To acquire more specific information about a portfolio project, we need to access it in the project collection, and the link between the portfolio_project endpoint and project endpoint is the “name” tag (e.g. “Apache Tomcat”). Project names on OpenHub are unique. Following a similar style of acquiring the project API responses and parsing them with its corresponding parser function, we loop through each “name” column in the portfolio projects’ data table openhub_portfolio_projects. For each project name, project_name, we gather its API responses by using openhub_api_iterate_pages on openhub_api_projects, storing these API response files in the folder path project_folder_path, and specifying max_pages to 1 (Using the API’s collection request query command, the first API requested page will contain a project with a matching “name” tag, thus there is no need to waste API calls to search through the other pages for the project, so max_pages is set to 1). The collection request query command may return, in a single project API response file page, multiple project items, this is due to the limitation of OpenHub’s API query command, which performs a type of “ctrl+F” find search across all tags, instead of allowing users to specifically query a tag for an exact match.

# Chunk 9 (Updated)
for (i in 1:nrow(openhub_portfolio_projects)) {
  project_name <- openhub_portfolio_projects[["name"]][[i]]
  
  # Fetch the data
  openhub_api_iterate_pages(token, openhub_api_projects, project_folder_path, project_name, max_pages=1)
  
  # Pause for 2 seconds to avoid rate-limiting
  Sys.sleep(2) 
}

With the project API responses saved, we may parse these responses with its corresponding parser function, openhub_parse_projects, to acquire two data tables with columns representing the tags for each project listed. The first data table, project_data has the columns:

name: The name of the project.
id: The project’s unique ID.
html_url: The project’s url to the current Project’s details page on OpenHub.

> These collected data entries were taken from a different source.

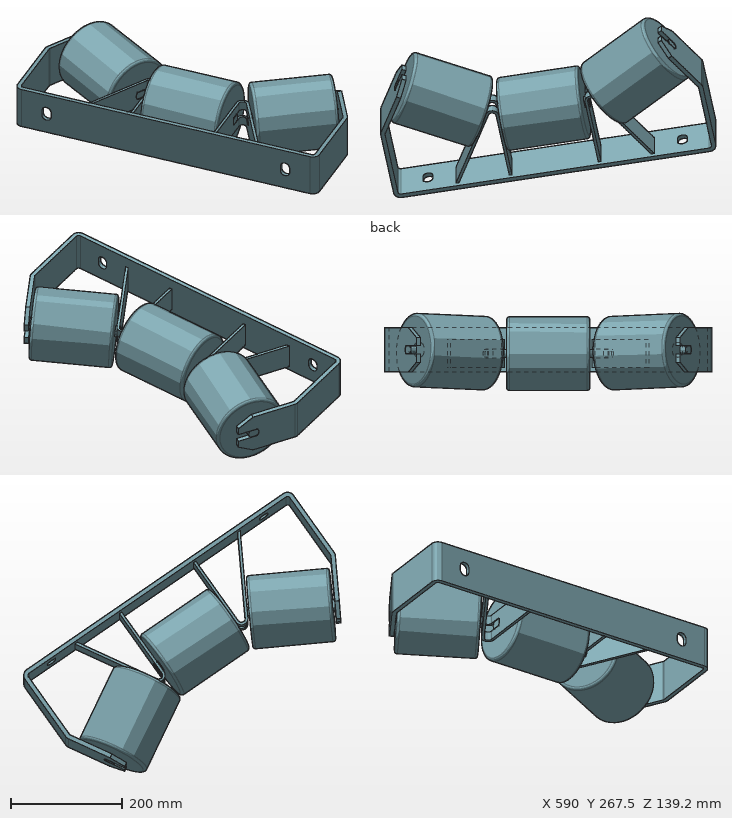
import cadquery as cq
import math

frame_length = 590.0
frame_height = 80.0
frame_thickness = 8.0
frame_bend_radius = 13.0
upright_top_y = 141.0
lean_angle = 30.0
tip_beyond_shaft = 30.4
tip_chamfer_length = 29.0
tip_chamfer_height = 17.5

mount_slot_spacing = 466.0
mount_slot_width = 18.0
mount_slot_height = 27.0

roller_diameter = 133.0
roller_length = 150.0
roller_edge_radius = 5.0
roller_gap = 4.0
shaft_diameter = 20.0
shaft_flat_width = 14.0
shaft_slot_width = 16.0
shaft_clearance = 0.5
middle_roller_y = 125.0
middle_roller_z = -6.9
side_roller_offset = 62.3
side_roller_z = -3.3
side_roller_tilt = 2.2

bracket_thickness = 5.0
bracket_height = 50.0
bracket_mid_z = -6.5
bracket_bend_radius = 12.0
bracket_top_y = 153.0

lean_sin = math.sin(math.radians(lean_angle))
lean_cos = math.cos(math.radians(lean_angle))


def leaning_point(outward, along):
    """Plan point given by its distances along the two leaning directions."""
    return (-outward * lean_cos + along * lean_sin, outward * lean_sin + along * lean_cos)


def outward_distance(x, y):
    return -x * lean_cos + y * lean_sin


half_length = frame_length / 2
frame_bend_x = half_length - frame_bend_radius
end_outer_face = outward_distance(-frame_bend_x, upright_top_y) + frame_bend_radius
end_inner_face = end_outer_face - frame_thickness
bracket_face_x = roller_length / 2 + roller_gap
bracket_bend_x = bracket_face_x + bracket_bend_radius
bracket_bend_y = bracket_top_y - bracket_bend_radius
bracket_outer_face = outward_distance(-bracket_bend_x, bracket_bend_y) + bracket_bend_radius
bracket_inner_face = bracket_outer_face - bracket_thickness
side_roller_outward = (end_inner_face + bracket_outer_face) / 2


def mirrored(shape):
    return shape.mirror("YZ")


def leaning_plane(outward, along, z):
    """Plane on a left leaning plate, facing outward, with its own X running along the plate."""
    x, y = leaning_point(outward, along)
    return cq.Plane(origin=(x, y, z), xDir=(lean_sin, lean_cos, 0), normal=(-lean_cos, lean_sin, 0))


def strip_half(inset):
    """Outline points of the left half of the frame strip, inset from its outer face."""
    radius = frame_bend_radius - inset
    diagonal = radius * math.sqrt(0.5)
    half_lean = math.radians(lean_angle / 2)
    face = end_outer_face - inset
    bend_along = -frame_bend_x * lean_sin + upright_top_y * lean_cos
    return {
        "base": (-frame_bend_x, inset),
        "corner": (-frame_bend_x - diagonal, frame_bend_radius - diagonal),
        "upright": (-half_length + inset, frame_bend_radius),
        "upright_top": (-half_length + inset, upright_top_y),
        "lean_mid": (
            -frame_bend_x - radius * math.cos(half_lean),
            upright_top_y + radius * math.sin(half_lean),
        ),
        "lean": leaning_point(face, bend_along),
        "tip": leaning_point(face, side_roller_offset + tip_beyond_shaft),
    }


def frame_half():
    outer = strip_half(0)
    inner = strip_half(frame_thickness)
    strip = (
        cq.Workplane("XY", origin=(0, 0, -frame_height / 2))
        .moveTo(0, 0)
        .lineTo(*outer["base"])
        .threePointArc(outer["corner"], outer["upright"])
        .lineTo(*outer["upright_top"])
        .threePointArc(outer["lean_mid"], outer["lean"])
        .lineTo(*outer["tip"])
        .lineTo(*inner["tip"])
        .lineTo(*inner["lean"])
        .threePointArc(inner["lean_mid"], inner["upright_top"])
        .lineTo(*inner["upright"])
        .threePointArc(inner["corner"], inner["base"])
        .lineTo(0, frame_thickness)
        .close()
        .extrude(frame_height)
    )
    slot_plane = leaning_plane(end_inner_face, side_roller_offset, 0)
    end_slot = shaft_slot(slot_plane, tip_beyond_shaft, frame_thickness)
    return strip.cut(end_slot).cut(tip_chamfers())


def shaft_slot(plane, reach, depth):
    """Cutter for an open slot: it runs along the plane's X, its bottom rounded to the shaft."""
    half_width = shaft_slot_width / 2
    bottom_radius = shaft_diameter / 2 + shaft_clearance
    arc_start = -math.sqrt(bottom_radius**2 - half_width**2)
    return (
        cq.Workplane(plane)
        .moveTo(reach, half_width)
        .lineTo(arc_start, half_width)
        .threePointArc((-bottom_radius, 0), (arc_start, -half_width))
        .lineTo(reach, -half_width)
        .close()
        .extrude(depth)
    )


def tip_chamfers():
    """Cutters for the top and bottom corners at the tip of the end plate."""
    half_height = frame_height / 2
    plane = leaning_plane(end_inner_face, side_roller_offset + tip_beyond_shaft, 0)
    corners = cq.Workplane(plane)
    for side in (-1, 1):
        corners = corners.polyline([
            (0, side * half_height),
            (-tip_chamfer_length, side * half_height),
            (0, side * (half_height - tip_chamfer_height)),
        ]).close()
    return corners.extrude(frame_thickness)


def build_frame():
    half = frame_half()
    mount_slots = (
        cq.Workplane("XZ")
        .pushPoints([(-mount_slot_spacing / 2, 0), (mount_slot_spacing / 2, 0)])
        .slot2D(mount_slot_height, mount_slot_width, 90)
        .extrude(-frame_thickness)
    )
    return half.union(mirrored(half)).cut(mount_slots)


def build_roller(inner_reach, outer_reach):
    """Roller along X about the origin, its shaft reaching to -outer_reach and +inner_reach."""
    drum = (
        cq.Workplane("YZ", origin=(-roller_length / 2, 0, 0))
        .circle(roller_diameter / 2)
        .extrude(roller_length)
        .edges()
        .fillet(roller_edge_radius)
    )
    bar = (
        cq.Workplane("YZ", origin=(-outer_reach, 0, 0))
        .circle(shaft_diameter / 2)
        .extrude(outer_reach + inner_reach)
    )
    flats = cq.Workplane("XY").box(2 * (outer_reach + inner_reach), shaft_diameter, shaft_flat_width)
    return drum.union(bar.intersect(flats))


def place_middle(roller):
    return roller.translate((0, middle_roller_y, middle_roller_z))


def place_left(roller):
    x, y = leaning_point(side_roller_outward, side_roller_offset)
    return (
        roller.rotate((0, 0, 0), (0, 1, 0), side_roller_tilt)
        .rotate((0, 0, 0), (0, 0, 1), -lean_angle)
        .translate((x, y, side_roller_z))
    )


def bracket_strip():
    """Left bracket: upright leg beside the middle roller, folded over into a leaning leg."""
    base_y = frame_thickness
    fold_top = math.radians(lean_angle / 2)
    inner_radius = bracket_bend_radius - bracket_thickness
    bend_along = -bracket_bend_x * lean_sin + bracket_bend_y * lean_cos

    def foot(face):
        return (-(face - base_y * lean_sin) / lean_cos, base_y)

    def fold_mid(radius):
        return (-bracket_bend_x + radius * math.sin(fold_top), bracket_bend_y + radius * math.cos(fold_top))

    return (
        cq.Workplane("XY", origin=(0, 0, bracket_mid_z - bracket_height / 2))
        .moveTo(-bracket_face_x, base_y)
        .lineTo(-bracket_face_x, bracket_bend_y)
        .threePointArc(fold_mid(bracket_bend_radius), leaning_point(bracket_outer_face, bend_along))
        .lineTo(*foot(bracket_outer_face))
        .lineTo(*foot(bracket_inner_face))
        .lineTo(*leaning_point(bracket_inner_face, bend_along))
        .threePointArc(fold_mid(inner_radius), (-bracket_face_x - bracket_thickness, bracket_bend_y))
        .lineTo(-bracket_face_x - bracket_thickness, base_y)
        .close()
        .extrude(bracket_height)
    )


def build_bracket():
    """Bracket with one shaft slot in each leg, both open through the fold."""
    reach = bracket_top_y - middle_roller_y
    fold_centre_outward = outward_distance(-bracket_bend_x, bracket_bend_y)
    upright_plane = cq.Plane(
        origin=(-bracket_bend_x, middle_roller_y, bracket_mid_z), xDir=(0, 1, 0), normal=(1, 0, 0)
    )
    lean_plane = leaning_plane(fold_centre_outward, side_roller_offset, bracket_mid_z)
    bracket = bracket_strip()
    for plane in (upright_plane, lean_plane):
        bracket = bracket.cut(shaft_slot(plane, reach, bracket_bend_radius))
    return bracket


reach_inner = roller_length / 2 + roller_gap + bracket_thickness
reach_outer = roller_length / 2 + roller_gap + frame_thickness
middle_roller = place_middle(build_roller(reach_inner, reach_inner))
left_roller = place_left(build_roller(reach_inner, reach_outer))
right_roller = mirrored(left_roller)
left_bracket = build_bracket()
right_bracket = mirrored(left_bracket)
frame = build_frame()

result = cq.Compound.makeCompound([
    frame.val(), left_bracket.val(), right_bracket.val(),
    left_roller.val(), middle_roller.val(), right_roller.val(),
])

project_folder_path <- "/home/umar_mazhar/rawdata/openhub/placeholder/"

projects_api_requests <- list.files(
  project_folder_path,
  pattern = "^projectproject.*\\.xml$",
  full.names = TRUE
)

openhub_projects <- openhub_parse_projects(projects_api_requests)
project_data <- openhub_projects[[1]]
project_links <- openhub_projects[[2]]
head(project_data) %>% gt()

name	id	html_url
Apache Tomcat	3562	https://openhub.net/p/tomcat
Apache Tomcat Resources Manager Module	130685	https://openhub.net/p/tomcat-res-mgr
psi-probe	328248	https://openhub.net/p/psi-probe
Apache TomEE	632761	https://openhub.net/p/tomee
puppetlabs-tomcat	532962	https://openhub.net/p/puppetlabs-tomcat
JBoss Application Server	480	https://openhub.net/p/jboss

The second data table, project_links has the columns for each project listed (if a project doesn’t have any external links listed in its database, it will not appear in this data table):

name: The name of the project.
id: The project’s unique ID.
project_link_title: The title description of the specific external link associated with the project.
project_link_category: The category description of the specific external link associated with the project.
project_link_url: The URL of the specific external link associated with the project.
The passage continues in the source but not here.